§ WORK ORDER
Transcribe exactly, and only, the lines from the one containing "hole = cq.Solid.makeCylinder(SIDE_HOLE_DIAMETER" through the end of the material.

*****

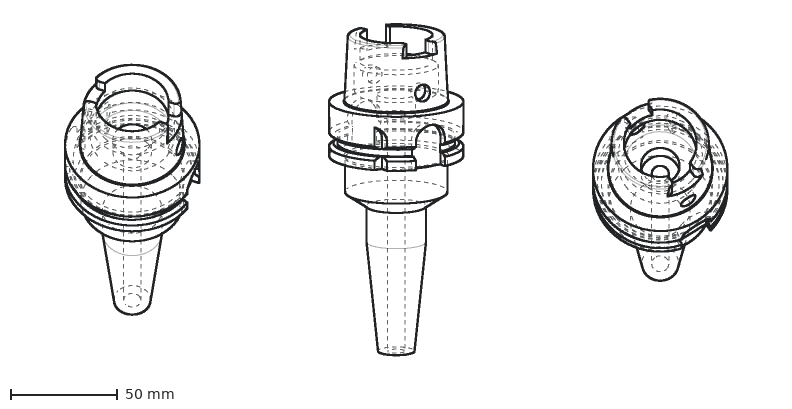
import cadquery as cq
import math


shank_length = 32.0
gauge_radius = 24.0
gauge_height = 6.3
taper_slope = 1 / 20
shank_bottom_radius = gauge_radius + gauge_height * taper_slope
shank_top_radius = shank_bottom_radius - shank_length * taper_slope
shank_rim_fillet = 1.0
shank_root_width = 0.3
shank_root_height = 0.5

flange_radius = 31.5
flange_thickness = 26.0
groove_radius = 27.6
groove_centre_depth = 18.13
groove_width = 3.6
groove_mouth_width = 6.8
groove_lip_radius = 29.4

body_radius = 24.0
body_root_width = 0.5
body_root_height = 1.0
body_end_depth = 43.5
neck_radius = 14.0
neck_start_depth = 50.3
nose_start_depth = 67.5
total_depth = 120.0
nose_end_radius = 8.6

mouth_radius = 17.0
mouth_end_height = 19.0
chamber_radius = 19.7
chamber_cone_angle = 30.0
chamber_cone_height = (chamber_radius - mouth_radius) * math.tan(math.radians(chamber_cone_angle))
chamber_floor_height = 3.5
chamber_floor_fillet = 2.5
pocket_radius = 9.0
pocket_depth = 10.0
through_hole_radius = 4.0
cross_hole_radius = 4.0
cross_hole_height = 8.8

drive_slot_width = 12.4
drive_slot_flat = 20.95
drive_slot_corner = 2.3
left_slot_depth = 6.0
right_slot_depth = 9.8

keyway_width = 16.0
keyway_floor = 26.5
keyway_top_depth = 5.0

notch_floor = 20.1
notch_top_depth = 4.9
notch_corner_radius = 7.0

clearance = 5.0


def turned_body():
    groove_top = -(groove_centre_depth - groove_width / 2)
    groove_bottom = -(groove_centre_depth + groove_width / 2)
    mouth_top = -(groove_centre_depth - groove_mouth_width / 2)
    mouth_bottom = -(groove_centre_depth + groove_mouth_width / 2)
    root_radius = shank_bottom_radius - shank_root_height * taper_slope
    outline = [
        (0, shank_length),
        (shank_top_radius, shank_length),
        (root_radius, shank_root_height),
        (shank_bottom_radius + shank_root_width, 0),
        (flange_radius, 0),
        (flange_radius, mouth_top),
        (groove_lip_radius, groove_top),
        (groove_radius, groove_top),
        (groove_radius, groove_bottom),
        (groove_lip_radius, groove_bottom),
        (flange_radius, mouth_bottom),
        (flange_radius, -flange_thickness),
        (body_radius + body_root_width, -flange_thickness),
        (body_radius, -flange_thickness - body_root_height),
        (body_radius, -body_end_depth),
        (neck_radius, -neck_start_depth),
        (neck_radius, -nose_start_depth),
        (nose_end_radius, -total_depth),
        (0, -total_depth),
    ]
    solid = cq.Workplane("XZ").polyline(outline).close().revolve(360, (0, 0), (0, 1))
    return solid.faces(">Z").edges().fillet(shank_rim_fillet)


def bores():
    pocket_floor = chamber_floor_height - pocket_depth
    arc_inset = chamber_floor_fillet * (1 - math.sin(math.radians(45)))
    profile = (
        cq.Workplane("XZ")
        .moveTo(0, shank_length)
        .lineTo(mouth_radius, shank_length)
        .lineTo(mouth_radius, mouth_end_height)
        .lineTo(chamber_radius, mouth_end_height - chamber_cone_height)
        .lineTo(chamber_radius, chamber_floor_height + chamber_floor_fillet)
        .threePointArc(
            (chamber_radius - arc_inset, chamber_floor_height + arc_inset),
            (chamber_radius - chamber_floor_fillet, chamber_floor_height),
        )
        .lineTo(pocket_radius, chamber_floor_height)
        .lineTo(pocket_radius, pocket_floor)
        .lineTo(through_hole_radius, pocket_floor)
        .lineTo(through_hole_radius, -total_depth)
        .lineTo(0, -total_depth)
        .close()
    )
    return profile.revolve(360, (0, 0), (0, 1))


def cross_hole():
    return (
        cq.Workplane("YZ")
        .center(0, cross_hole_height)
        .circle(cross_hole_radius)
        .extrude(flange_radius, both=True)
    )


def drive_slot(side, depth):
    """Rim slot on the +X (side = 1) or -X (side = -1) side, flaring to a flat through an arc."""
    half_width = drive_slot_width / 2
    arc_end = half_width + drive_slot_corner
    arc_start = drive_slot_flat - drive_slot_corner
    arc_inset = drive_slot_corner * math.sin(math.radians(45))
    mid_x = arc_start + arc_inset
    mid_y = arc_end - arc_inset
    half = (
        cq.Workplane("XY", origin=(0, 0, shank_length - depth))
        .moveTo(0, 0)
        .lineTo(0, half_width)
        .lineTo(side * arc_start, half_width)
        .threePointArc((side * mid_x, mid_y), (side * drive_slot_flat, arc_end))
        .lineTo(side * drive_slot_flat, flange_radius)
        .lineTo(side * flange_radius, flange_radius)
        .lineTo(side * flange_radius, 0)
        .close()
        .extrude(depth + clearance)
    )
    return half.union(half.mirror("XZ"))


def keyway(side):
    """Round-topped keyway, open at the flange underside, on the +X or -X side."""
    half_width = keyway_width / 2
    shoulder = -keyway_top_depth - half_width
    return (
        cq.Workplane("YZ", origin=(side * keyway_floor, 0, 0))
        .moveTo(-half_width, -flange_thickness - clearance)
        .lineTo(-half_width, shoulder)
        .threePointArc((0, -keyway_top_depth), (half_width, shoulder))
        .lineTo(half_width, -flange_thickness - clearance)
        .close()
        .extrude(side * (flange_radius - keyway_floor + clearance))
    )


def orientation_notch():
    notch_height = flange_thickness - notch_top_depth
    tool = cq.Workplane("XY").box(flange_radius, flange_radius, notch_height, centered=False)
    tool = tool.edges("|X and <Y and >Z").fillet(notch_corner_radius)
    return tool.translate((-notch_floor - flange_radius, notch_floor, -flange_thickness))


result = (
    turned_body()
    .cut(bores())
    .cut(cross_hole())
    .cut(drive_slot(-1, left_slot_depth))
    .cut(drive_slot(1, right_slot_depth))
    .cut(keyway(-1))
    .cut(keyway(1))
    .cut(orientation_notch())
)
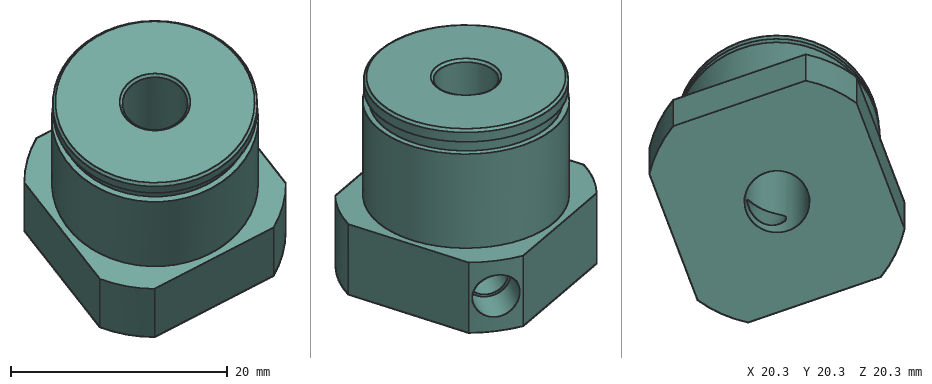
import cadquery as cq
import math

BASE_WIDTH = 20.32
OVERALL_HEIGHT = 20.32

BASE_HEIGHT = 7.62
CORNER_DIAMETER = 24.13

BODY_DIAMETER = 19.05
GROOVE_DIAMETER = 17.88
CAP_DIAMETER = 18.87
CAP_CHAMFER = 0.254
CAP_HEIGHT = 1.27
GROOVE_WIDTH = 1.27

BORE_DIAMETER = 6.0
BORE_CHAMFER = 0.254

SIDE_HOLE_DIAMETER = 4.5
SIDE_HOLE_DEPTH = 3.68
SIDE_PILOT_DIAMETER = 4.0
SIDE_HOLE_HEIGHT = BASE_HEIGHT / 2


def make_base():
    square = cq.Workplane("XY").rect(BASE_WIDTH, BASE_WIDTH).extrude(BASE_HEIGHT)
    corner_round = cq.Workplane("XY").circle(CORNER_DIAMETER / 2).extrude(BASE_HEIGHT)
    return square.intersect(corner_round)


def disc(diameter, bottom, top):
    return cq.Workplane("XY").workplane(offset=bottom).circle(diameter / 2).extrude(top - bottom)


def make_body():
    cap_bottom = OVERALL_HEIGHT - CAP_HEIGHT
    groove_bottom = cap_bottom - GROOVE_WIDTH
    cap = disc(CAP_DIAMETER, cap_bottom, OVERALL_HEIGHT).faces(">Z").chamfer(CAP_CHAMFER)
    groove_core = disc(GROOVE_DIAMETER, groove_bottom, cap_bottom)
    barrel = disc(BODY_DIAMETER, BASE_HEIGHT, groove_bottom)
    return barrel.union(groove_core).union(cap)


def make_bore():
    """Through bore with a 45 degree chamfer at its top edge."""
    bore_radius = BORE_DIAMETER / 2
    chamfer_cone = cq.Solid.makeCone(
        bore_radius,
        bore_radius + BORE_CHAMFER,
        BORE_CHAMFER,
        pnt=cq.Vector(0, 0, OVERALL_HEIGHT - BORE_CHAMFER),
    )
    return disc(BORE_DIAMETER, 0, OVERALL_HEIGHT).union(cq.Workplane(chamfer_cone))


def make_side_hole():
    """Hole along the diagonal, stepping down to a pilot that opens into the bore."""
    corner_radius = CORNER_DIAMETER / 2
    diagonal = math.sqrt(0.5)
    entry = cq.Vector(-corner_radius * diagonal, corner_radius * diagonal, SIDE_HOLE_HEIGHT)
    inward = cq.Vector(diagonal, -diagonal, 0)
    hole = cq.Solid.makeCylinder(SIDE_HOLE_DIAMETER / 2, SIDE_HOLE_DEPTH, entry, inward)
    pilot = cq.Solid.makeCylinder(SIDE_PILOT_DIAMETER / 2, corner_radius, entry, inward)
    return cq.Workplane(hole).union(cq.Workplane(pilot))


result = make_base().union(make_body()).cut(make_bore()).cut(make_side_hole())

*****

§ OUTPUT
    hole = cq.Solid.makeCylinder(SIDE_HOLE_DIAMETER / 2, SIDE_HOLE_DEPTH, entry, inward)
    pilot = cq.Solid.makeCylinder(SIDE_PILOT_DIAMETER / 2, corner_radius, entry, inward)
    return cq.Workplane(hole).union(cq.Workplane(pilot))


result = make_base().union(make_body()).cut(make_bore()).cut(make_side_hole())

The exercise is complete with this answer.